# Aim of the exercise
Your task is to tally the lines of the listing containing the word "circle" and report the figure alone.

# Task data
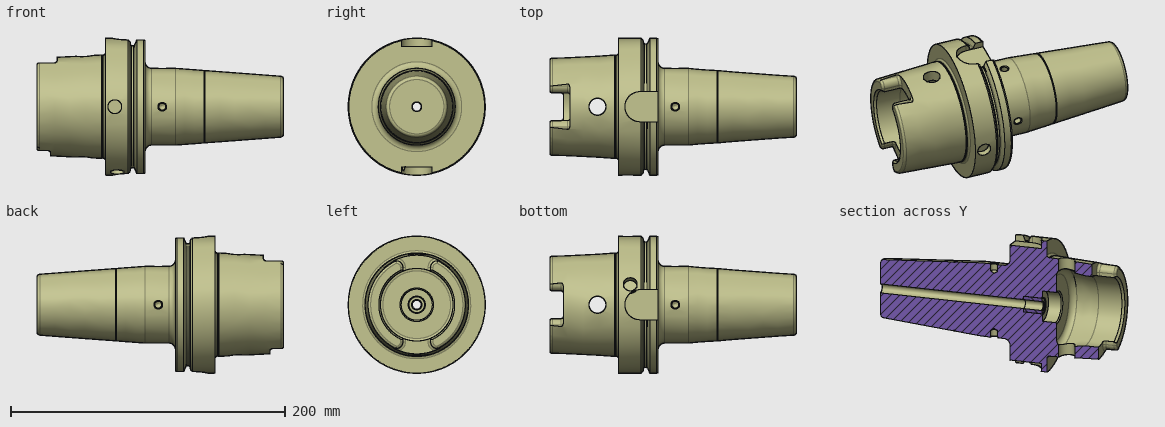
import cadquery as cq
import math

total_length = 180.0

shank_end_radius = 35.5
shank_big_radius = 37.8
shank_end_fillet = 1.8

relief_start = 47.3
relief_wall = 0.5
relief_depth = 0.2
relief_end = 49.0

root_radius = 1.8
root_height = 1.6

flange_start = 50.0
flange_end = 79.0
flange_radius = 50.0
flange_chamfer_length = 1.0
flange_chamfer_drop = 0.5
groove_lip_start = 66.5
groove_lip_end = 68.0
groove_lip_depth = 1.6
groove_floor_start = 68.5
groove_floor_end = 71.1
groove_end = 72.9
groove_floor_radius = 45.9
groove_floor_fillet = 0.7

neck_radius = 28.0
neck_fillet = 4.7
nose_cone_start = 101.0
nose_tip_radius = 22.1
nose_tip_fillet = 2.5

ring_start = 122.0
ring_width = 0.5
ring_depth = 0.5

bore_radius = 26.5
bore_mouth_radius = 27.7
bore_mouth_length = 1.8
bore_straight_length = 20.0
bore_wide_start = 38.0
bore_wide_radius = 29.2
bore_floor_fillet = 4.5
bore_depth = bore_wide_start + bore_floor_fillet

tube_recess_radius = 11.3
tube_recess_chamfer = 0.9
tube_recess_depth = 10.8
screw_radius = 5.8
screw_seat_chamfer = 0.5
screw_length = 14.4
screw_seat_start = bore_depth + tube_recess_depth
screw_front = screw_seat_start + screw_seat_chamfer
screw_end = screw_front + screw_length
coolant_radius = 3.2
coolant_chamfer = 0.5

slot_half_width = 10.0
slot_shelf_height = 32.0
slot_corner_radius = 4.9
slot_bottom_height = 18.0
slot_floor_fillet = 1.8
top_slot_depth = 14.8
bottom_slot_depth = 9.9

cross_hole_x = 34.7
cross_hole_radius = 6.1

keyway_start = 54.7
keyway_half_width = 11.0
keyway_floor_height = 44.0

rim_hole_radius = 5.0
chip_hole_depth = 4.7
chip_hole_x = 56.9
lower_hole_x = 58.7
lower_hole_depth = 7.2
lower_hole_angle = 17.4

balance_hole_x = 91.5
balance_hole_radius = 2.5
balance_mouth_radius = 3.2
balance_hole_depth = 5.4
drill_point_half_angle = 59.0

OUTSIDE = 108.0
SELECT_MARGIN = 0.2


def cone_radius(x):
    """Outer radius of the nose cone at x."""
    fraction = (x - nose_cone_start) / (total_length - nose_cone_start)
    return neck_radius + fraction * (nose_tip_radius - neck_radius)


def revolve_about_x(profile):
    """Close a profile drawn in the XZ plane and turn it about the X axis."""
    return profile.close().revolve(360, (0, 0, 0), (1, 0, 0))


def make_blank():
    """Outer shape of the holder as a solid of revolution."""
    profile = (
        cq.Workplane("XZ")
        .lineTo(0, shank_end_radius - shank_end_fillet)
        .radiusArc((shank_end_fillet, shank_end_radius), shank_end_fillet)
        .lineTo(relief_start, shank_big_radius)
        .lineTo(relief_start + relief_wall, shank_big_radius - relief_depth)
        .lineTo(relief_end - relief_wall, shank_big_radius - relief_depth)
        .lineTo(relief_end, shank_big_radius)
        .radiusArc((flange_start, shank_big_radius + root_height), -root_radius)
        .lineTo(flange_start, flange_radius)
        .lineTo(groove_lip_start, flange_radius)
        .lineTo(groove_lip_end, flange_radius - groove_lip_depth)
        .lineTo(groove_floor_start, groove_floor_radius)
        .lineTo(groove_floor_end, groove_floor_radius)
        .lineTo(groove_end, flange_radius)
        .lineTo(flange_end - flange_chamfer_length, flange_radius)
        .lineTo(flange_end, flange_radius - flange_chamfer_drop)
        .lineTo(flange_end, neck_radius + neck_fillet)
        .radiusArc((flange_end + neck_fillet, neck_radius), -neck_fillet)
        .lineTo(nose_cone_start, neck_radius)
        .lineTo(total_length, nose_tip_radius)
        .lineTo(total_length, 0)
    )
    groove_floor_edges = cq.selectors.BoxSelector(
        (groove_floor_start - SELECT_MARGIN, -SELECT_MARGIN, -SELECT_MARGIN),
        (groove_floor_end + SELECT_MARGIN, SELECT_MARGIN, SELECT_MARGIN),
    )
    blank = revolve_about_x(profile).faces(">X").edges().fillet(nose_tip_fillet)
    return blank.edges(groove_floor_edges).fillet(groove_floor_fillet)


def slot_cutter(depth):
    """Slot opening toward +Z, with shelves that spread above rounded corners and a rounded rim."""
    corner_base = slot_shelf_height - slot_corner_radius
    corner_end = slot_half_width + slot_corner_radius
    slot = (
        cq.Workplane("YZ")
        .moveTo(-slot_half_width, slot_bottom_height)
        .lineTo(slot_half_width, slot_bottom_height)
        .lineTo(slot_half_width, corner_base)
        .radiusArc((corner_end, slot_shelf_height), slot_corner_radius)
        .lineTo(OUTSIDE, slot_shelf_height)
        .lineTo(OUTSIDE, OUTSIDE)
        .lineTo(-OUTSIDE, OUTSIDE)
        .lineTo(-OUTSIDE, slot_shelf_height)
        .lineTo(-corner_end, slot_shelf_height)
        .radiusArc((-slot_half_width, corner_base), slot_corner_radius)
        .close()
        .extrude(depth)
        .faces(">X")
        .edges()
        .fillet(slot_floor_fillet)
    )
    block = cq.Workplane("YZ").rect(2 * OUTSIDE, 2 * OUTSIDE).extrude(depth)
    fingers = block.cut(slot).faces("<X").edges("not(<Z or <Y or >Y)").fillet(shank_end_fillet)
    return block.cut(fingers)


def make_bore():
    """Stepped hollow of the shank, the recess behind it and the screw seat."""
    profile = (
        cq.Workplane("XZ")
        .lineTo(0, bore_mouth_radius)
        .lineTo(bore_mouth_length, bore_radius)
        .lineTo(bore_straight_length, bore_radius)
        .lineTo(bore_wide_start, bore_wide_radius)
        .radiusArc((bore_depth, bore_wide_radius - bore_floor_fillet), bore_floor_fillet)
        .lineTo(bore_depth, tube_recess_radius + tube_recess_chamfer)
        .lineTo(bore_depth + tube_recess_chamfer, tube_recess_radius)
        .lineTo(screw_seat_start, tube_recess_radius)
        .lineTo(screw_seat_start, screw_radius + screw_seat_chamfer)
        .lineTo(screw_front, screw_radius)
        .lineTo(screw_end, screw_radius)
        .lineTo(screw_end, coolant_radius)
        .lineTo(total_length, coolant_radius)
        .lineTo(total_length, 0)
    )
    return revolve_about_x(profile)


def keyway_cutter():
    """Round-ended keyway opening toward +Z and the nose side of the flange."""
    return (
        cq.Workplane("XY")
        .workplane(offset=keyway_floor_height)
        .moveTo(OUTSIDE, -keyway_half_width)
        .lineTo(keyway_start + keyway_half_width, -keyway_half_width)
        .threePointArc((keyway_start, 0), (keyway_start + keyway_half_width, keyway_half_width))
        .lineTo(OUTSIDE, keyway_half_width)
        .close()
        .extrude(OUTSIDE)
    )


def cross_hole():
    """Hole along Z through both walls of the shank."""
    return cq.Workplane("XY").center(cross_hole_x, 0).circle(cross_hole_radius).extrude(OUTSIDE, both=True)


def rim_hole(x, depth):
    """Flat-bottomed blind hole entering the flange rim from +Z."""
    return (
        cq.Workplane("XY")
        .workplane(offset=flange_radius - depth)
        .center(x, 0)
        .circle(rim_hole_radius)
        .extrude(OUTSIDE)
    )


def balance_hole():
    """Drilled hole with a countersunk mouth entering the neck from +Z."""
    floor = neck_radius - balance_hole_depth
    point = balance_hole_radius / math.tan(math.radians(drill_point_half_angle))
    mouth = balance_mouth_radius - balance_hole_radius
    profile = (
        cq.Workplane("XZ")
        .moveTo(0, floor - point)
        .lineTo(balance_hole_radius, floor)
        .lineTo(balance_hole_radius, neck_radius - mouth)
        .lineTo(balance_mouth_radius, neck_radius)
        .lineTo(balance_mouth_radius, neck_radius + mouth)
        .lineTo(0, neck_radius + mouth)
        .close()
    )
    return profile.revolve(360, (0, 0, 0), (0, 1, 0)).translate((balance_hole_x, 0, 0))


def turned(shape, angle):
    """Shape turned about the X axis, from +Z toward -Y."""
    return shape.rotate((0, 0, 0), (1, 0, 0), angle)


def make_holder():
    """Complete holder, apart from the marking ring groove."""
    holder = make_blank()
    holder = holder.cut(slot_cutter(top_slot_depth))
    holder = holder.cut(turned(slot_cutter(bottom_slot_depth), 180))
    holder = holder.cut(make_bore())
    holder = holder.cut(cross_hole())
    for angle in (0, 180):
        holder = holder.cut(turned(keyway_cutter(), angle))
    holder = holder.cut(turned(rim_hole(chip_hole_x, chip_hole_depth), 90))
    holder = holder.cut(turned(rim_hole(lower_hole_x, lower_hole_depth), 180 - lower_hole_angle))
    for angle in (0, 90, 180, 270):
        holder = holder.cut(turned(balance_hole(), angle))
    return holder


def make_stop_screw():
    """Hollow screw seated in the holder behind the recess."""
    profile = (
        cq.Workplane("XZ")
        .moveTo(screw_front, coolant_radius + coolant_chamfer)
        .lineTo(screw_front, screw_radius)
        .lineTo(screw_end, screw_radius)
        .lineTo(screw_end, coolant_radius)
        .lineTo(screw_front + coolant_chamfer, coolant_radius)
    )
    return revolve_about_x(profile)


def make_marking_ring():
    """Thin ring that fills a groove in the nose cone flush with its surface."""
    ring_end = ring_start + ring_width
    profile = (
        cq.Workplane("XZ")
        .moveTo(ring_start, cone_radius(ring_start) - ring_depth)
        .lineTo(ring_start, cone_radius(ring_start))
        .lineTo(ring_end, cone_radius(ring_end))
        .lineTo(ring_end, cone_radius(ring_end) - ring_depth)
    )
    return revolve_about_x(profile)


stop_screw = make_stop_screw()
marking_ring = make_marking_ring()
holder = make_holder().cut(marking_ring)

result = cq.Compound.makeCompound([holder.val(), stop_screw.val(), marking_ring.val()])
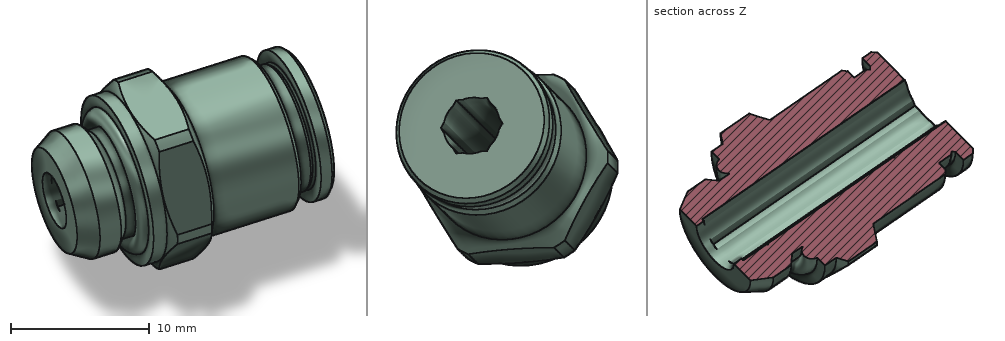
import cadquery as cq
import math


THREAD_TIP_END = 1.44
THREAD_END = 3.11
NECK_START = 3.8
SEAL_FRONT = 4.33
FLANGE_START = 4.96
HEX_START = 6.03
BODY_START = 9.99
BODY_END = 17.02
COLLAR_END = 18.1
GROOVE_BOTTOM = 18.35
CAP_START = 18.52
LENGTH = 19.7

TIP_RADIUS = 4.02
THREAD_RADIUS = 4.87
NECK_RADIUS = 4.14
SEAL_OUTER_RADIUS = 5.58
SEAL_SECTION_RADIUS = 0.75
FLANGE_RADIUS = 6.45
BODY_RADIUS = 5.87
COLLAR_RADIUS = 4.83
GROOVE_RADIUS = 4.65
CAP_RADIUS = 5.75
EDGE_CHAMFER = 0.32

HEX_FLATS = 13.0
HEX_CORNER_RADIUS = 7.25
HEX_CHAMFER_SLOPE = math.tan(math.radians(30))

BORE_RADIUS = 2.1
SOCKET_FLATS = 4.0
SOCKET_START = 0.73


def revolve_profile(profile):
    """Revolve a closed (radius, axial) profile about the Y axis."""
    return profile.close().revolve(360, (0, 0, 0), (0, 1, 0))


def hex_prism(flats, start, end):
    """Hexagonal prism along Y with corners on the X axis."""
    corner_diameter = flats / math.cos(math.radians(30))
    return (
        cq.Workplane("XZ", origin=(0, start, 0))
        .polygon(6, corner_diameter)
        .extrude(start - end)
    )


def make_threaded_end():
    """Thread plug, neck, rounded seal ring and round flange."""
    seal_center = SEAL_OUTER_RADIUS - SEAL_SECTION_RADIUS
    seal_axial = SEAL_FRONT + SEAL_SECTION_RADIUS
    neck_offset = seal_center - NECK_RADIUS
    neck_contact = seal_axial - math.sqrt(SEAL_SECTION_RADIUS**2 - neck_offset**2)
    flange_offset = seal_axial - FLANGE_START
    flange_contact = seal_center + math.sqrt(SEAL_SECTION_RADIUS**2 - flange_offset**2)
    return revolve_profile(
        cq.Workplane("XY")
        .lineTo(TIP_RADIUS, 0)
        .lineTo(THREAD_RADIUS, THREAD_TIP_END)
        .lineTo(THREAD_RADIUS, THREAD_END)
        .lineTo(NECK_RADIUS, NECK_START)
        .lineTo(NECK_RADIUS, neck_contact)
        .threePointArc((seal_center, SEAL_FRONT), (flange_contact, FLANGE_START))
        .lineTo(FLANGE_RADIUS, FLANGE_START)
        .lineTo(FLANGE_RADIUS, HEX_START)
        .lineTo(0, HEX_START)
    )


def make_wrench_hex():
    """Hexagon with its corners turned down and both ends coned at 30 degrees."""
    front_chamfer = (HEX_CORNER_RADIUS - FLANGE_RADIUS) * HEX_CHAMFER_SLOPE
    back_chamfer = (HEX_CORNER_RADIUS - BODY_RADIUS) * HEX_CHAMFER_SLOPE
    envelope = revolve_profile(
        cq.Workplane("XY")
        .moveTo(0, HEX_START)
        .lineTo(FLANGE_RADIUS, HEX_START)
        .lineTo(HEX_CORNER_RADIUS, HEX_START + front_chamfer)
        .lineTo(HEX_CORNER_RADIUS, BODY_START - back_chamfer)
        .lineTo(BODY_RADIUS, BODY_START)
        .lineTo(0, BODY_START)
    )
    return hex_prism(HEX_FLATS, HEX_START, BODY_START).intersect(envelope)


def make_tube_end():
    """Cylindrical body, release collar, undercut groove and end cap."""
    return revolve_profile(
        cq.Workplane("XY")
        .moveTo(0, BODY_START)
        .lineTo(BODY_RADIUS, BODY_START)
        .lineTo(BODY_RADIUS, BODY_END - EDGE_CHAMFER)
        .lineTo(BODY_RADIUS - EDGE_CHAMFER, BODY_END)
        .lineTo(COLLAR_RADIUS, BODY_END)
        .lineTo(COLLAR_RADIUS, COLLAR_END)
        .lineTo(GROOVE_RADIUS, GROOVE_BOTTOM)
        .lineTo(COLLAR_RADIUS, CAP_START)
        .lineTo(CAP_RADIUS, CAP_START)
        .lineTo(CAP_RADIUS, LENGTH - EDGE_CHAMFER)
        .lineTo(CAP_RADIUS - EDGE_CHAMFER, LENGTH)
        .lineTo(0, LENGTH)
    )


def make_bore():
    """Round through hole; the hexagon corners start just inside the thread end."""
    hole = cq.Workplane("XZ").circle(BORE_RADIUS).extrude(-LENGTH)
    return hole.union(hex_prism(SOCKET_FLATS, SOCKET_START, LENGTH))


outside = make_threaded_end().union(make_wrench_hex()).union(make_tube_end())
result = outside.cut(make_bore())
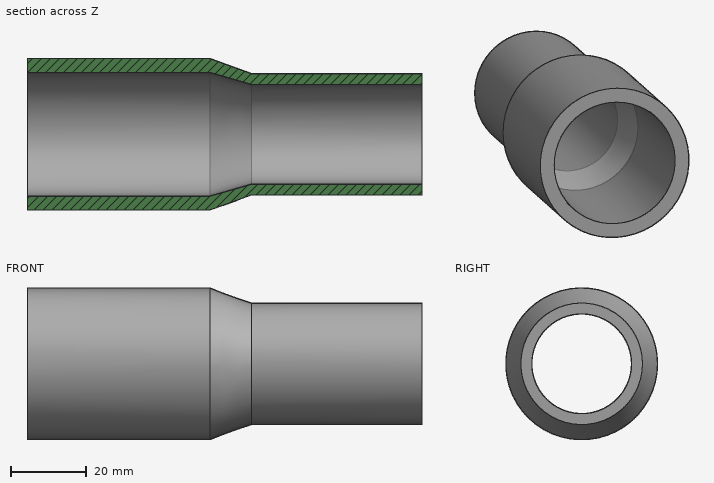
import cadquery as cq

total_length = 104.0
large_end_length = 48.0
small_end_length = 44.9
taper_end = total_length - small_end_length

large_outer_radius = 40.0 / 2
large_bore_radius = 32.5 / 2
small_outer_radius = 32.0 / 2
small_bore_radius = 26.2 / 2


def reducer_solid(large_radius, small_radius):
    """Solid of revolution about X: large cylinder, cone, small cylinder."""
    return (
        cq.Workplane("XY")
        .moveTo(0, 0)
        .lineTo(0, large_radius)
        .lineTo(large_end_length, large_radius)
        .lineTo(taper_end, small_radius)
        .lineTo(total_length, small_radius)
        .lineTo(total_length, 0)
        .close()
        .revolve(360, (0, 0, 0), (1, 0, 0))
    )


body = reducer_solid(large_outer_radius, small_outer_radius)
bore = reducer_solid(large_bore_radius, small_bore_radius)
result = body.cut(bore).translate((-total_length / 2, 0, 0))
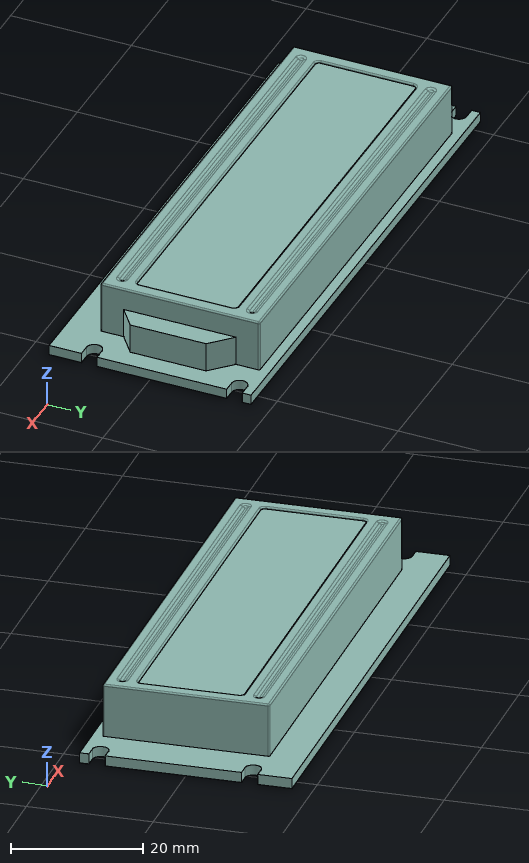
import cadquery as cq
import math

board_length = 85.0
board_width = 33.5
board_thickness = 1.7
overall_height = 10.3
slot_width = 2.55
slot_depth = 3.15
slot_spacing = 24.05
slot_center_y = 1.95

bezel_length = 71.4
bezel_width = 26.35
bezel_height = overall_height - board_thickness
bezel_x = 0.0
bezel_y = 1.95
edge_radius = 0.25

window_length = 67.0
window_width = 16.7
window_corner_radius = 0.7
window_depth = 1.7
glass_recess = 0.3
glass_thickness = window_depth - glass_recess

groove_length = 67.8
groove_width = 1.8
groove_depth = 0.3
groove_spacing = 21.5

backlight_height = 4.9
backlight_end_x = 39.2
backlight_root_y = (-7.4, 11.2)
backlight_tip_y = (-4.8, 7.8)


def make_board():
    board = cq.Workplane("XY").box(
        board_length, board_width, board_thickness, centered=(True, True, False)
    )
    slots = (
        cq.Workplane("XY")
        .rarray(board_length, slot_spacing, 2, 2)
        .slot2D(2 * slot_depth, slot_width)
        .extrude(board_thickness)
        .translate((0, slot_center_y, 0))
    )
    return board.cut(slots)


def window_block(height):
    """Rounded rectangle of the window, rising from the window floor."""
    return (
        cq.Workplane("XY", origin=(bezel_x, bezel_y, overall_height - window_depth))
        .rect(window_length, window_width)
        .extrude(height)
        .edges("|Z")
        .fillet(window_corner_radius)
    )


def groove_flank():
    """Half section of a groove, from its centre line to its rim, in the YZ plane."""
    half_width = groove_width / 2
    flank_angle = 2 * math.atan(groove_depth / half_width)
    arc_radius = half_width / 2 / math.sin(flank_angle)
    mid_y = arc_radius * math.sin(flank_angle / 2)
    mid_z = arc_radius * (1 - math.cos(flank_angle / 2))
    return (
        cq.Workplane("YZ")
        .moveTo(0, -groove_depth)
        .threePointArc((mid_y, mid_z - groove_depth), (half_width / 2, -groove_depth / 2))
        .threePointArc((half_width - mid_y, -mid_z), (half_width, 0))
        .lineTo(0, 0)
        .close()
    )


def make_groove_cutter():
    half_run = (groove_length - groove_width) / 2
    flank = groove_flank().extrude(half_run, both=True)
    cutter = flank.union(flank.mirror("XZ"), clean=False)
    end = groove_flank().revolve(360, (0, 0), (0, 1))
    for x in (-half_run, half_run):
        cutter = cutter.union(end.translate((x, 0, 0)), clean=False)
    return cutter


def make_bezel():
    bezel = (
        cq.Workplane("XY", origin=(bezel_x, bezel_y, board_thickness))
        .box(bezel_length, bezel_width, bezel_height, centered=(True, True, False))
        .edges("|Z")
        .fillet(edge_radius)
        .cut(window_block(window_depth))
        .faces(">Z")
        .edges()
        .fillet(edge_radius)
    )
    groove_cutter = make_groove_cutter()
    for side in (-1, 1):
        groove_y = bezel_y + side * groove_spacing / 2
        bezel = bezel.cut(groove_cutter.translate((bezel_x, groove_y, overall_height)), clean=False)
    return bezel


def make_glass():
    return window_block(glass_thickness)


def make_backlight():
    root_x = bezel_x + bezel_length / 2
    return (
        cq.Workplane("XY", origin=(0, 0, board_thickness))
        .polyline([
            (root_x, backlight_root_y[0]),
            (backlight_end_x, backlight_tip_y[0]),
            (backlight_end_x, backlight_tip_y[1]),
            (root_x, backlight_root_y[1]),
        ])
        .close()
        .extrude(backlight_height)
    )


board = make_board()
bezel = make_bezel()
glass = make_glass()
backlight = make_backlight()

result = cq.Compound.makeCompound([
    board.solids().val(),
    bezel.solids().val(),
    glass.solids().val(),
    backlight.solids().val(),
])
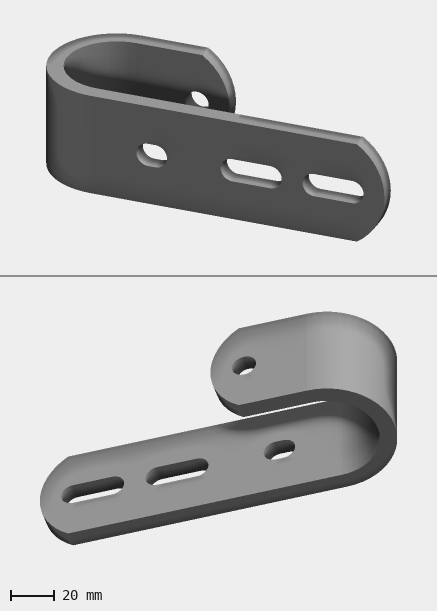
import cadquery as cq
import math

total_length = 176.0
bend_radius = 32.0
thickness = 8.0
height = 50.0
short_arm_end = 78.0
end_radius = 30.0

opening_width = 11.5
slot_length = 30.0
slot_centers = (110.7, 150.8)
short_slot_length = 15.0
hole_center = 62.0

inner_radius = bend_radius - thickness
arc_depth = end_radius - math.sqrt(end_radius**2 - (height / 2) ** 2)


def arm(end_x, rear_y):
    """Flat arm from the bend to an arc-shaped end, with its +Y face at rear_y."""
    shoulder_x = end_x - arc_depth
    outline = (
        cq.Workplane("XZ", origin=(0, rear_y, 0))
        .moveTo(bend_radius, -height / 2)
        .lineTo(shoulder_x, -height / 2)
        .threePointArc((end_x, 0), (shoulder_x, height / 2))
        .lineTo(bend_radius, height / 2)
        .close()
    )
    return outline.extrude(thickness)


def slot_cutter(center_x, length):
    """Slot along X through the long arm on the -Y side."""
    return (
        cq.Workplane("XZ")
        .center(center_x, 0)
        .slot2D(length, opening_width)
        .extrude(bend_radius)
    )


bend = (
    cq.Workplane("XY", origin=(0, 0, -height / 2))
    .moveTo(bend_radius, bend_radius)
    .threePointArc((0, 0), (bend_radius, -bend_radius))
    .lineTo(bend_radius, -inner_radius)
    .threePointArc((thickness, 0), (bend_radius, inner_radius))
    .close()
    .extrude(height)
)

long_arm = arm(total_length, -inner_radius)
short_arm = arm(short_arm_end, bend_radius)
result = bend.union(long_arm).union(short_arm)

for slot_center in slot_centers:
    result = result.cut(slot_cutter(slot_center, slot_length))
result = result.cut(slot_cutter(hole_center, short_slot_length))

short_arm_hole = (
    cq.Workplane("XZ")
    .center(hole_center, 0)
    .circle(opening_width / 2)
    .extrude(-bend_radius)
)
result = result.cut(short_arm_hole)

# Solution for this task
4